### TASK DETAILS
Quote from the first line below through the line that contains "washer_edge_length = 1.1", both included, and leave the pictures out.

### DATA FOR PROCESSING

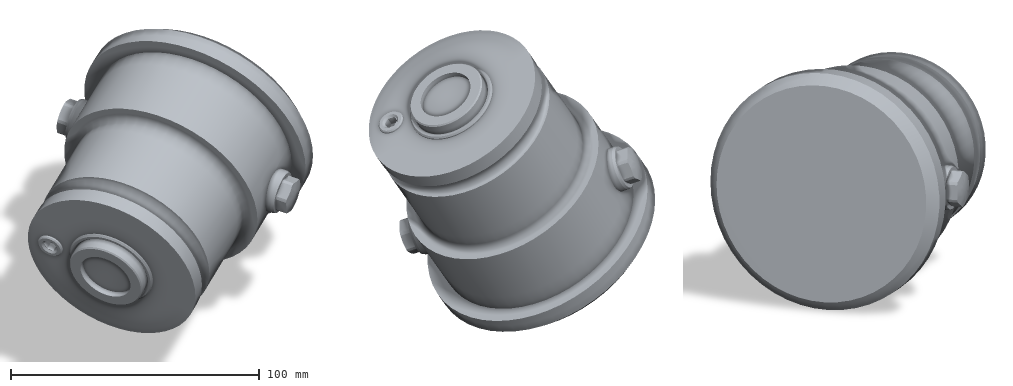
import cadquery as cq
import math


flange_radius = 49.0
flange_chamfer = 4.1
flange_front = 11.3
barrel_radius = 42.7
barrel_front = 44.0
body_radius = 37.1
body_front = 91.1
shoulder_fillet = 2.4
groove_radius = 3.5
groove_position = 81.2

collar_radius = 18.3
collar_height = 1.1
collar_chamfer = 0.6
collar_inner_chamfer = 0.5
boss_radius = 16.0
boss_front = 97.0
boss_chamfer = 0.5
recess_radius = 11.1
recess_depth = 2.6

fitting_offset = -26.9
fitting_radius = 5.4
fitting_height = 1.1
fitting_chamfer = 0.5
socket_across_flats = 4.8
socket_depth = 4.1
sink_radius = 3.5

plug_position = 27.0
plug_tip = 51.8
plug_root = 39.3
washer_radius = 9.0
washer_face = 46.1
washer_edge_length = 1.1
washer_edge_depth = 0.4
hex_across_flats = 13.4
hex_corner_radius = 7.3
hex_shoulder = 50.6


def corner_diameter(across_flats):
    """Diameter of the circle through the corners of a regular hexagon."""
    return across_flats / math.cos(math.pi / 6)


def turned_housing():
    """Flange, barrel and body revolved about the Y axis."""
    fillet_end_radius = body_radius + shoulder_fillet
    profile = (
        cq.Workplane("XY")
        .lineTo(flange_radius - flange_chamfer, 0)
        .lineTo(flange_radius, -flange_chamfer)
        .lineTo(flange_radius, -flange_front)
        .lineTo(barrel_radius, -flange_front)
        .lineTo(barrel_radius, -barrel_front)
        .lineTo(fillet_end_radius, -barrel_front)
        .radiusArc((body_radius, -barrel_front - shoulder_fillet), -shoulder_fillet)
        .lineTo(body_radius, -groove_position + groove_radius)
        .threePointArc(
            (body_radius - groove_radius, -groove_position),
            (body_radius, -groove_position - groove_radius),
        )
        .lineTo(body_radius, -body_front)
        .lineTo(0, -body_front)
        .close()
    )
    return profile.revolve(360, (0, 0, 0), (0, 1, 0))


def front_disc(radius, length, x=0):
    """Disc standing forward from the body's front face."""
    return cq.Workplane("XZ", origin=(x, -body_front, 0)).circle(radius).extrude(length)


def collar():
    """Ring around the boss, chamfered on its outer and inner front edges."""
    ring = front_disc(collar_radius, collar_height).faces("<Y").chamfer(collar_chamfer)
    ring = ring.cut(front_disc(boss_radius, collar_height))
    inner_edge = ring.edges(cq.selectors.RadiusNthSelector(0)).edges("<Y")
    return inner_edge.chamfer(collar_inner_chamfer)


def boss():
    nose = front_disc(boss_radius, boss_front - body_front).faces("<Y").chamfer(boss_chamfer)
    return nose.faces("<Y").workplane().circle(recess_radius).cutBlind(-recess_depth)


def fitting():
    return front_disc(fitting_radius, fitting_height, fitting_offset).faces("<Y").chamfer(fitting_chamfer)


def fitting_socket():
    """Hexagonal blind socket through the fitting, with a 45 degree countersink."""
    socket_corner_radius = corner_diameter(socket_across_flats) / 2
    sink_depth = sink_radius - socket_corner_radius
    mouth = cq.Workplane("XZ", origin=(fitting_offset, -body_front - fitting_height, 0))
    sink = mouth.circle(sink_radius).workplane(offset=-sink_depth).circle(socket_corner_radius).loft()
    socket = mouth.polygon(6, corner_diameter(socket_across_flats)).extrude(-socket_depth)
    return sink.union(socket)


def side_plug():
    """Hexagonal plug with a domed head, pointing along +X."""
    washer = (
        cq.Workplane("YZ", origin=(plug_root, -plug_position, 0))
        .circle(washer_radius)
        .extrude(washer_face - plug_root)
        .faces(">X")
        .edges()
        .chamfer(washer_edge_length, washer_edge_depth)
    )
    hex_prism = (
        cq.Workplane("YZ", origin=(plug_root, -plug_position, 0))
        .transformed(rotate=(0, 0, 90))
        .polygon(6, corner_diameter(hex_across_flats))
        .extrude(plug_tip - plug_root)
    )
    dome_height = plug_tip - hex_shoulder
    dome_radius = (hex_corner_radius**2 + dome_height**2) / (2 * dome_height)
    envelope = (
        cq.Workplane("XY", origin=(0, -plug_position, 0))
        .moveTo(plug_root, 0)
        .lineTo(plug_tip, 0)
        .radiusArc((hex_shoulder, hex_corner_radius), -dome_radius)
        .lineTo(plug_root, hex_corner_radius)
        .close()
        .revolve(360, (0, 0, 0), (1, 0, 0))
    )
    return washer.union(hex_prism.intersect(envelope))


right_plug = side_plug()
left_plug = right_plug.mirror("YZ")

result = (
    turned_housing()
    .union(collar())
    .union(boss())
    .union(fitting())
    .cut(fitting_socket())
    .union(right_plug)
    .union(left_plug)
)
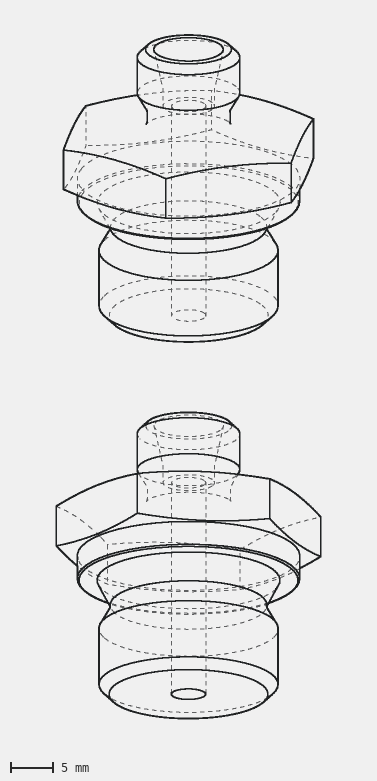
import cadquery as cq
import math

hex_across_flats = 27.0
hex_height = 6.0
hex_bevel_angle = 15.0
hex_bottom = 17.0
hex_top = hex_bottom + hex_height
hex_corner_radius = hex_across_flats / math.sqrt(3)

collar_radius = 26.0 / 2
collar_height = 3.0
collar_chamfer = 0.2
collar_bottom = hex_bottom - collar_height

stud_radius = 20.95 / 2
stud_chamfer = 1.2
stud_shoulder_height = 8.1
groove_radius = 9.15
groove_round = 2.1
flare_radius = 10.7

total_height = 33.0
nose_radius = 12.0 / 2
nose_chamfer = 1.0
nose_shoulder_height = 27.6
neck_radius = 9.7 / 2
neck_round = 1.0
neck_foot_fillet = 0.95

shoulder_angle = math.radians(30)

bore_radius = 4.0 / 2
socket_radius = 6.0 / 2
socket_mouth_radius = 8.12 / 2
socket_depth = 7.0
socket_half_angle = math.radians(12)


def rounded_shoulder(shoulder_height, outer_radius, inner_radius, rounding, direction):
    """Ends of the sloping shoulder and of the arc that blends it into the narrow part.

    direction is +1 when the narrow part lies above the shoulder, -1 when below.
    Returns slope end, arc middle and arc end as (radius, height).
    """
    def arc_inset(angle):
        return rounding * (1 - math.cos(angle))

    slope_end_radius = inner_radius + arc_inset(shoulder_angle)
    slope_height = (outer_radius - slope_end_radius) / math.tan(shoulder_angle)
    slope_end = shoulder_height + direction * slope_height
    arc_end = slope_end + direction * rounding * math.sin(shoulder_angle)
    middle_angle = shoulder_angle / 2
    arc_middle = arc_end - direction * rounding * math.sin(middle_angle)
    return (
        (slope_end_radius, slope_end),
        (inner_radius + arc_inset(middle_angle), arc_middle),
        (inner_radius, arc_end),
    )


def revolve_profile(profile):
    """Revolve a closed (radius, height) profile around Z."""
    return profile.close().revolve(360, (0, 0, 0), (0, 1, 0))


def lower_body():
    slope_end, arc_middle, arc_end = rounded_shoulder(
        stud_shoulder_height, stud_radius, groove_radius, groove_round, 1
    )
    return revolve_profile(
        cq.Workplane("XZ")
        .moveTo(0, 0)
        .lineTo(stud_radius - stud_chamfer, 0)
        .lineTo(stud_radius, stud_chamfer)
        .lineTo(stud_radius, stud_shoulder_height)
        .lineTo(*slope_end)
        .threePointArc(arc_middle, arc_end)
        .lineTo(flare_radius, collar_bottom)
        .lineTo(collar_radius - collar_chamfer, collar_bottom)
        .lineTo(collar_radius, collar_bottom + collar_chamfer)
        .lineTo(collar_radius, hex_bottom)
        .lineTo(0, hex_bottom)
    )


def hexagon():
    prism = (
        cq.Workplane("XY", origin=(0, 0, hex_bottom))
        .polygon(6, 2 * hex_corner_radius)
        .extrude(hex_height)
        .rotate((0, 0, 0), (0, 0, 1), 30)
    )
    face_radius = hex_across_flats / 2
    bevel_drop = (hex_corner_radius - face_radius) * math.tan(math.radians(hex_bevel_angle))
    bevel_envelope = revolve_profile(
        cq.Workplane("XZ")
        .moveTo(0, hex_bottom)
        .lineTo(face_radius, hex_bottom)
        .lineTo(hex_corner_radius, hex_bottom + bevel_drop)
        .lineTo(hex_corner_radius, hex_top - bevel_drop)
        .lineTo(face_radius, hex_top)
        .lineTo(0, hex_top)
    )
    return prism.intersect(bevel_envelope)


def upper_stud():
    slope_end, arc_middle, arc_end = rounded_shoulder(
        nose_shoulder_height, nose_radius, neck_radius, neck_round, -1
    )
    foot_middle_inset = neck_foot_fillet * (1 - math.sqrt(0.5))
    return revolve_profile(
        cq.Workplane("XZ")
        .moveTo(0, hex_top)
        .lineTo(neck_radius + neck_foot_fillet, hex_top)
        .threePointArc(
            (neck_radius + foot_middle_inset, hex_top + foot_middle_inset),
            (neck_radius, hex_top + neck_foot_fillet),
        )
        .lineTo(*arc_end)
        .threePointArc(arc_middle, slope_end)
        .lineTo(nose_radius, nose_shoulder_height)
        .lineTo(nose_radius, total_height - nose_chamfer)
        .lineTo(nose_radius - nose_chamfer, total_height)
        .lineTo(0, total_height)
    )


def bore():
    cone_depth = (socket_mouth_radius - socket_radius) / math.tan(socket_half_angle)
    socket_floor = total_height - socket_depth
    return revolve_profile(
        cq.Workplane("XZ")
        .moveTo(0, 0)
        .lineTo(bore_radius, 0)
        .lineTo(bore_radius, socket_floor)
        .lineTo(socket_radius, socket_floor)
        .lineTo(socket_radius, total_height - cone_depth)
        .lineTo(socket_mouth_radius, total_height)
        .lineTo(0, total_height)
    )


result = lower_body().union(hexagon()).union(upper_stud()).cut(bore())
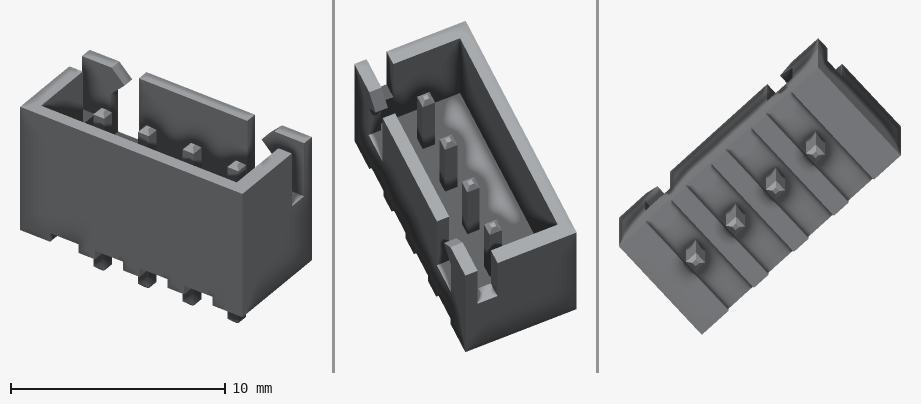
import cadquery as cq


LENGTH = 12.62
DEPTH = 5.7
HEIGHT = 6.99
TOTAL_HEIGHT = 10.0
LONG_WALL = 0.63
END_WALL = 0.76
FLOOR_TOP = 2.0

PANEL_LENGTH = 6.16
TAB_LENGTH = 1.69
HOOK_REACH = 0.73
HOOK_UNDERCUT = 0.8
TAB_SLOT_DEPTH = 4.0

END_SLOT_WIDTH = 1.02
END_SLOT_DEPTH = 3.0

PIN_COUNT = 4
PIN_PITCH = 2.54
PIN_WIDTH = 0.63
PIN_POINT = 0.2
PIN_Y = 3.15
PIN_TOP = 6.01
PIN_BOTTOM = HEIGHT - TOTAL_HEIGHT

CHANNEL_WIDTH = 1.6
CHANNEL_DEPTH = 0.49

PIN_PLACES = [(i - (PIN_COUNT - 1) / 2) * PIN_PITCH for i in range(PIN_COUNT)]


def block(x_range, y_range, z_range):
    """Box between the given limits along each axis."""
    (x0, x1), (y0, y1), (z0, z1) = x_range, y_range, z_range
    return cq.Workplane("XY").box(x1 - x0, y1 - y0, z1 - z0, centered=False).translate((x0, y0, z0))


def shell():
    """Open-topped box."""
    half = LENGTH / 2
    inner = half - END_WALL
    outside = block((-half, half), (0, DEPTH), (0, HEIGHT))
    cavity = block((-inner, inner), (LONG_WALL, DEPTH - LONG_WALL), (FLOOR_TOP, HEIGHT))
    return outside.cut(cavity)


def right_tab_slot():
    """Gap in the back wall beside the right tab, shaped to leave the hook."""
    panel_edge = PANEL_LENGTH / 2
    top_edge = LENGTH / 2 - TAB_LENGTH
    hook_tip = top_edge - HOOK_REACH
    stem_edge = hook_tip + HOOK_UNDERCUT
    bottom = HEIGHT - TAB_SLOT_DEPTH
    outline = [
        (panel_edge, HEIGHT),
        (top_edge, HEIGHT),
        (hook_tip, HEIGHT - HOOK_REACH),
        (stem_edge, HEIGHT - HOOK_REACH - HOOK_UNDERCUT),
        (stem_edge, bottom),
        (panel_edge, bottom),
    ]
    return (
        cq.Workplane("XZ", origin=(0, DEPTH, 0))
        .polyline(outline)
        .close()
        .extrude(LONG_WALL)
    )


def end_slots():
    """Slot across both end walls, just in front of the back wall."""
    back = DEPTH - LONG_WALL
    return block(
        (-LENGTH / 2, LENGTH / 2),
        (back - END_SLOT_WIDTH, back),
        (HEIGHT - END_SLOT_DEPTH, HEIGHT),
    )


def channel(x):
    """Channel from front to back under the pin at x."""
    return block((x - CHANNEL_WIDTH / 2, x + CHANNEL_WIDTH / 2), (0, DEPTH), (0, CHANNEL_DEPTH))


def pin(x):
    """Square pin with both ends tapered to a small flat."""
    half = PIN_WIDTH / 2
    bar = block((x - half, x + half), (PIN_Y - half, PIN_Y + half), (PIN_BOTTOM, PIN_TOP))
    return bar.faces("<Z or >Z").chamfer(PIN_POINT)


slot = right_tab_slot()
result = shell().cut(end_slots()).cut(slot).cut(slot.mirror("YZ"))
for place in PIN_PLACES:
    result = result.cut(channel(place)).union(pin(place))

### TASK OUTPUT
import cadquery as cq
import math


flange_radius = 49.0
flange_chamfer = 4.1
flange_front = 11.3
barrel_radius = 42.7
barrel_front = 44.0
body_radius = 37.1
body_front = 91.1
shoulder_fillet = 2.4
groove_radius = 3.5
groove_position = 81.2

collar_radius = 18.3
collar_height = 1.1
collar_chamfer = 0.6
collar_inner_chamfer = 0.5
boss_radius = 16.0
boss_front = 97.0
boss_chamfer = 0.5
recess_radius = 11.1
recess_depth = 2.6

fitting_offset = -26.9
fitting_radius = 5.4
fitting_height = 1.1
fitting_chamfer = 0.5
socket_across_flats = 4.8
socket_depth = 4.1
sink_radius = 3.5

plug_position = 27.0
plug_tip = 51.8
plug_root = 39.3
washer_radius = 9.0
washer_face = 46.1
washer_edge_length = 1.1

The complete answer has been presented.